Now, the problem with BG is, that not all codes scale well with the number of cores. Especially when you're doing strong scaling (i.e. you fix the problem size, but throw more and more cores on the problem), then the law of Amdahl [wikipedia.org] tells you that it's beneficial to have fewer/faster cores.
Finally I consider the study to be fundamentally flawed as it compares the OEM prices of consumer-grade embedded chips with retail prices of high-end server chips. This is wrong for so many reasons... you might then throw in the 947 GFLOPS, $500 AMD Radeon 7970 [wikipedia.org], which beats even the ARM SoCs by a margin of 2x (ARM: ~1 GFLOPS/$, AMD Radeon: ~2 GFLOPS/$).
Re:IMHO - No thanks. (Score:4, Informative)

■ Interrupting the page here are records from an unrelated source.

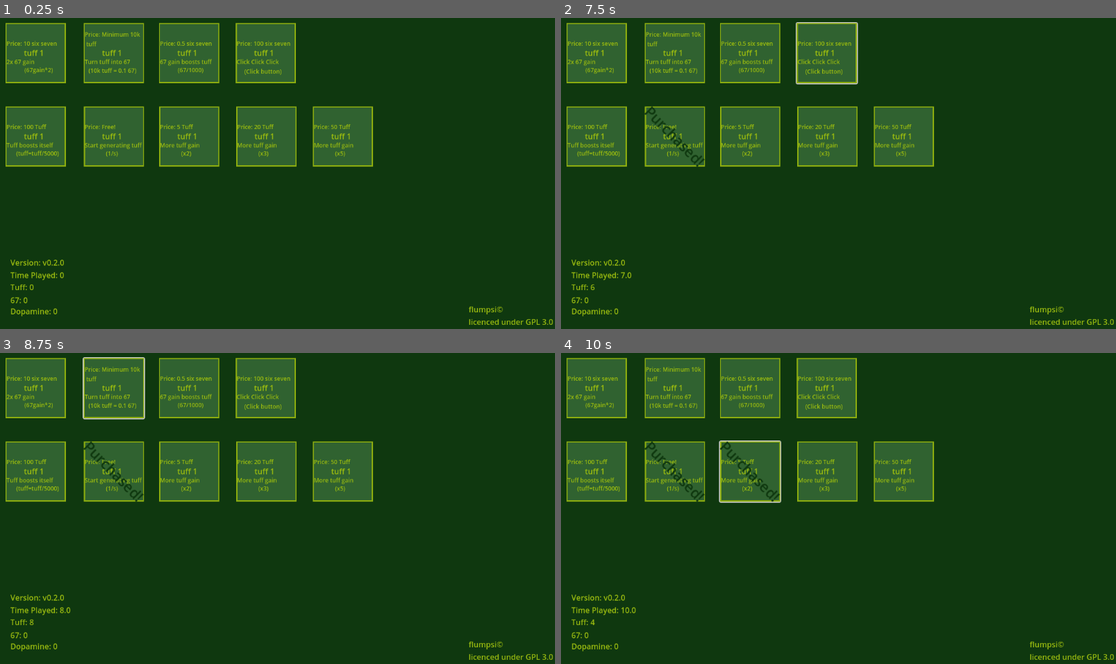
Above: before the commit, frames 1-4 (two rows, left to right).
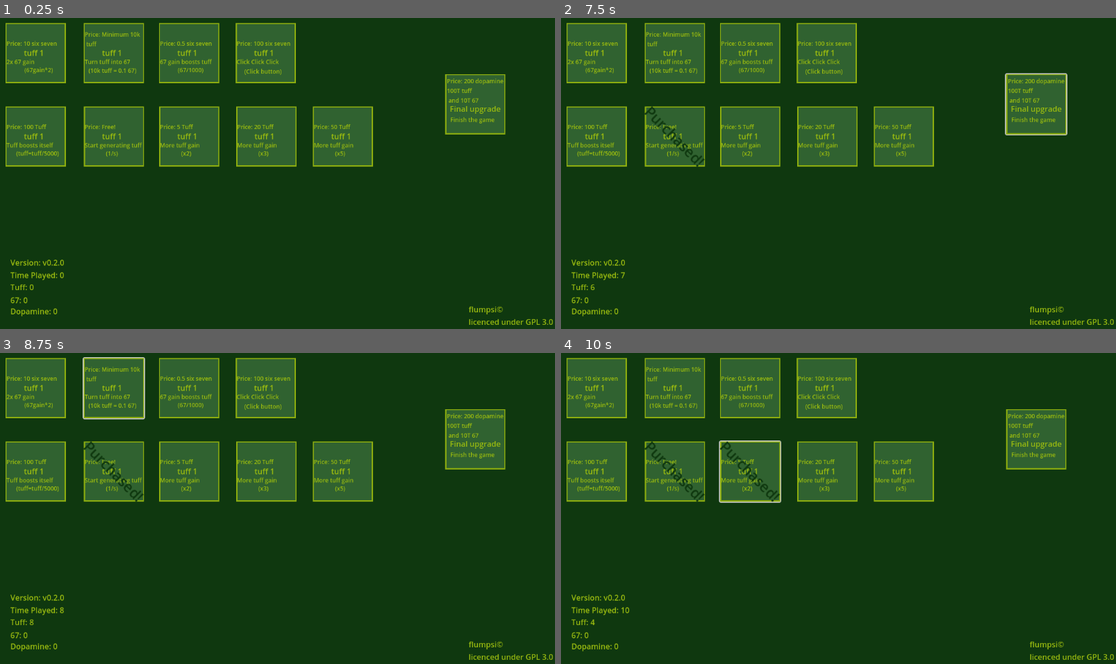
Above: after the commit, the same moments.

Repository: flumpsi/upgradetree
Game: Godot game, scene res://node_2d.tscn
The game is run twice, just before and just after one commit, with the same random seed, the same clock (stepped at 60 frames per second) and the same inputs.
Inputs (mouse positions are in pixels of both pictures, inside the frame that each line leads up to):
- Up to frame 1 (0.25 s): no input
- Up to frame 2 (7.5 s): click "tuff 1" at 0.5 s; click "67 1" at 1.25 s; click "67 2" at 2 s; click "tuff 2" at 2.75 s; click "tuff 5" at 3.5 s; click "67 3" at 4.25 s; click "tuff 3" at 5 s; click "tuff 4" at 5.75 s; click "67 4" at 6.5 s; click (1038, 105) at 7.25 s, where only the run after the commit has a clickable "Dopamine 1"
- Up to frame 3 (8.75 s): click "67 1" at 8 s
- Up to frame 4 (10 s): click "67 2" at 8.75 s; click "tuff 2" at 9.5 s

The runs differ from the first frame. In frame 1, 2.1% of the frame differs, in the area x 80-92%, y 18-38%; in frame 2, 2.5%, in the area x 11-92%, y 1-84%; in frame 3, 2.2%; in frame 4, 2.2%.

Commit message:
Add final upgrade (not currently functioning)

Diff:
--- a/node_2d.gd
+++ b/node_2d.gd
@@ -19,7 +19,7 @@
 var sixSeven = 0.0
 var adrenaline = 0.0
 
-var timePlayed = 0.0
+var timePlayed = 0
 var perSecondX = basePerSecondX
 var perSecondXSixSeven = 1.0
 var basePerSecondX = 1.0
--- a/node_2d.tscn
+++ b/node_2d.tscn
@@ -15,6 +15,7 @@
 [ext_resource type="Script" uid="uid://dbd8t6f7movt6" path="res://upgrade_9.gd" id="10_ir8iy"]
 [ext_resource type="Script" uid="uid://dhup52mlvkimn" path="res://clicker.gd" id="11_hqns4"]
 [ext_resource type="Script" uid="uid://coviq4r2pxrwk" path="res://upgrade_10.gd" id="11_x0ka3"]
+[ext_resource type="Script" uid="uid://clad10wq83rmc" path="res://upgrade_11.gd" id="15_ta5nu"]
 
 [sub_resource type="StyleBoxFlat" id="StyleBoxFlat_x0ka3"]
 
@@ -729,6 +730,66 @@
 [node name="Timer" type="Timer" parent="Upgrade10"]
 
 [node name="Purchased?" type="Label" parent="Upgrade10"]
+layout_mode = 0
+offset_left = 21.0
+offset_top = -10.0
+offset_right = 182.0
+offset_bottom = 32.0
+rotation = 0.791126
+theme_override_colors/font_color = Color(0.05882353, 0.21960784, 0.05882353, 1)
+theme_override_font_sizes/font_size = 30
+text = "Purchased!"
+
+[node name="Upgrade11" type="Button" parent="."]
+offset_left = 924.0
+offset_top = 118.0
+offset_right = 1049.0
+offset_bottom = 243.0
+theme_override_font_sizes/font_size = 16
+text = "Dopamine 1"
+script = ExtResource("15_ta5nu")
+
+[node name="TextureRect" type="TextureRect" parent="Upgrade11"]
+texture_filter = 1
+layout_mode = 0
+offset_right = 125.0
+offset_bottom = 125.0
+texture = ExtResource("3_0h7mo")
+
+[node name="Name" type="Label" parent="Upgrade11"]
+layout_mode = 0
+offset_left = 10.0
+offset_top = 60.0
+offset_right = 116.0
+offset_bottom = 83.0
+theme_override_colors/font_color = Color(0.60784316, 0.7372549, 0.05882353, 1)
+text = "Final upgrade"
+
+[node name="Price" type="Label" parent="Upgrade11"]
+layout_mode = 0
+offset_left = 11.0
+offset_top = 86.0
+offset_right = 133.0
+offset_bottom = 109.0
+theme_override_colors/font_color = Color(0.60784316, 0.7372549, 0.05882353, 1)
+theme_override_font_sizes/font_size = 12
+text = "Finish the game"
+
+[node name="Description" type="Label" parent="Upgrade11"]
+layout_mode = 0
+offset_left = 4.0
+offset_top = 6.0
+offset_right = 220.0
+offset_bottom = 63.0
+theme_override_colors/font_color = Color(0.60784316, 0.7372549, 0.05882353, 1)
+theme_override_font_sizes/font_size = 12
+text = "Price: 200 dopamine
+100T tuff
+ and 10T 67"
+
+[node name="Timer" type="Timer" parent="Upgrade11"]
+
+[node name="Purchased?" type="Label" parent="Upgrade11"]
 layout_mode = 0
 offset_left = 21.0
 offset_top = -10.0
@@ -820,5 +881,7 @@
 [connection signal="timeout" from="Upgrade9/Timer" to="Upgrade9" method="_on_timer_timeout"]
 [connection signal="pressed" from="Upgrade10" to="Upgrade10" method="_on_pressed"]
 [connection signal="timeout" from="Upgrade10/Timer" to="Upgrade10" method="_on_timer_timeout"]
+[connection signal="pressed" from="Upgrade11" to="Upgrade11" method="_on_pressed"]
+[connection signal="timeout" from="Upgrade11/Timer" to="Upgrade11" method="_on_timer_timeout"]
 [connection signal="pressed" from="Clicker" to="Clicker" method="_on_pressed"]
 [connection signal="timeout" from="TimePlayedCounter" to="." method="_on_played_timeout"]
--- /dev/null
+++ b/upgrade_11.gd
@@ -0,0 +1,48 @@
+# Copyright (C) 2025 flumpsi
+
+# This program is free software: you can redistribute it and/or modify
+# it under the terms of the GNU General Public License as published by
+# the Free Software Foundation, either version 3 of the License, or
+# (at your option) any later version.
+
+# This program is distributed in the hope that it will be useful,
+# but WITHOUT ANY WARRANTY; without even the implied warranty of
+# MERCHANTABILITY or FITNESS FOR A PARTICULAR PURPOSE.  See the
+# GNU General Public License for more details.
+
+# You should have received a copy of the GNU General Public License
+# along with this program.  If not, see <https://www.gnu.org/licenses/>.
+
+extends Button
+
+var firsttime
+var purchased
+var price1 = 100
+var price2 = 100000000000000
+var price3 = 10000000000000
+
+func _ready():
+	firsttime = true
+
+func _process(dt):
+	get_node("Purchased?").visible = not firsttime
+
+func _on_pressed() -> void:
+	if firsttime == true and get_parent().sixSeven >= price3 and get_parent().tuff >= price2 and get_parent().adrenaline >= price1:
+		firsttime = false
+		purchased = true # this currently does nothing
+		self.disabled = true # disable button so it cannot be clicked anymore
+		get_parent().multiplierDopamine += log(67)
+		get_parent().adrenaline -= price1
+		get_parent().tuff -= price2
+		get_parent().sixSeven -= price3
+	else:
+		print("poor")
+
+func _on_timer_timeout() -> void:
+	# this doesn't work, don't uncomment
+	# get_parent().perSecondX += get_parent().sixSeven
+
+	# This works i guess
+	get_parent().multiplier += (get_parent().sixSeven / 1000)
+	# print("six seven: " + str(get_parent().perSecondX + get_parent().sixSeven))
Not shown: 1 places in node_2d.tscn that only renumber resources
Not shown, added: upgrade_11.gd.uid

Given, my experiences are pretty dated, and things have gotten better... for me, linux is on the server(s) or in a virtual machine... every time I've tried to make it my primary OS has been met with heartache and pain. I replaced my main desktop a couple months ago, and tried a few Linux variants.. The first time, I installed on my SSD, then when I plugged in my other hard drives, it still booted, but an update to Grub screwed things up and it wouldn't boot any longer. This was after 3 hours of time to get my displays working properly.... I wasn't willing to spend another day on the issue, so back to Windows I went. I really like Linux.. and I want to make it my primary desktop, but I don't have extra hours and days to tinker with problems an over-the-wire update causes... let alone the initial setup time which I really felt was unreasonable.
I've considered putting it as my primary on my macbook, but similar to windows, the environment pretty much works out of the box, and brew takes things a long way towards how I want it to work. Linux is close to 20 years old.. and still seems to be more crusty for desktop users than windows was a decade and a half ago in a lot of ways. In the end, I think Android may be a better desktop interface than what's currently on offer from most of the desktop bases in the Linux community, which is just plain sad... I really hope something good comes out of it all, I don't like being tethered to Windows or OSX... I don't like the constraints... but they work, with far fewer issues... the biggest ones being security related... I think that Windows is getting secure faster than Linux is getting friendlier, or at least easier to get up and running with.
Re:IMHO - No thanks. (Score:4, Informative)
what do you think goes on at the other end of the copper/fibre cable?
No supercomputing whatsoever. I'm not a physicist, a mathematician, a code breaker nor anyone else with supercomputing needs. My HTTP request for web page is quite likely served by a single core. Maybe 2.